Now, let’s see what the equivalent Pytorch implementation looks like and how fast we get.
%%time
import torch as pt
import matplotlib.pyplot as plt
from time import time as timer
# Make sure PyTorch is using the GPU
device = 'cuda'
# Start the timer
start = timer()
# Creating the theta tensor on the GPU
theta = pt.linspace(0, 2 * pt.pi, 100000000, device=device)

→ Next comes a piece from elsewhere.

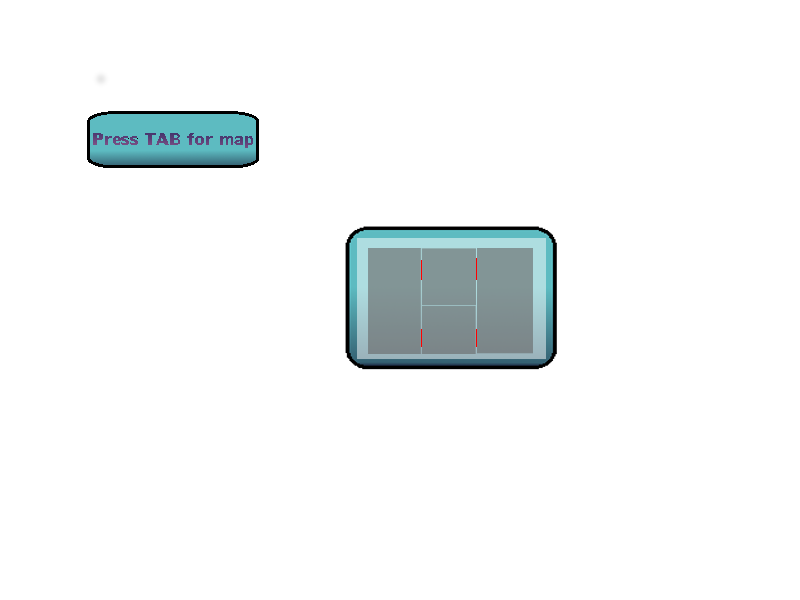
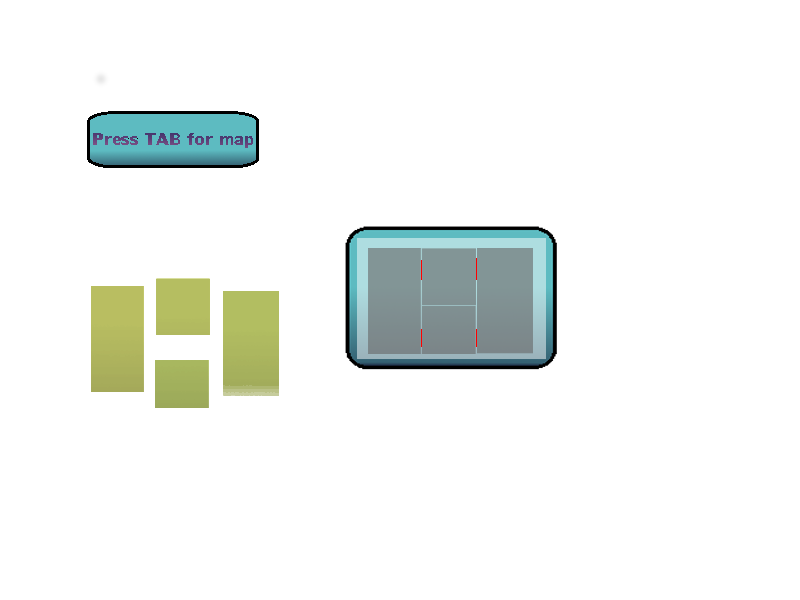
Layer changes from the first 800 × 600 image to the second:
added layer "Layer" above "miniMapBackground3.png" over box(91, 278, 279, 408)

# Calculating r, x, and y using PyTorch operations on the GPU
r = 1 + 3/4 * pt.sin(3 * theta)
x = r * pt.cos(theta)
y = r * pt.sin(theta)
# Moving the result back to CPU for plotting
x_cpu = x.cpu().numpy()
y_cpu = y.cpu().numpy()
pt.cuda.synchronize()
print("Finished with calcs", timer() - start)
# Plotting
start = timer()
plt.plot(x_cpu, y_cpu)
plt.show()
print("Finished with plot", timer() - start)
And our output.

The calculation part is 10 times that of Numpy. The data plotting uses approximately Pytorch and Numpy versions, which is expected because the data is still in CPU memory and the GPU has no other role in processing.
However, overall, we shaved about 40% of the total run time, which is excellent.
Summary
This article shows how to speed up NVIDIA GPUs of machine learning libraries (usually used for AI applications) for non-ML numeric Python code using Pytorch (usually used for AI applications). It compares the standard Numpy (CPU-based) implementation with GPU-accelerated Pytorch equivalents to show the performance advantages of running tensor-based operations on the GPU.
You don’t need to do machine learning to benefit from Pytorch. If you have access to the NVIDIA GPU, Pytorch provides an easy and efficient way to significantly speed up computationally intensive numerical operations, even with general-purpose Python code.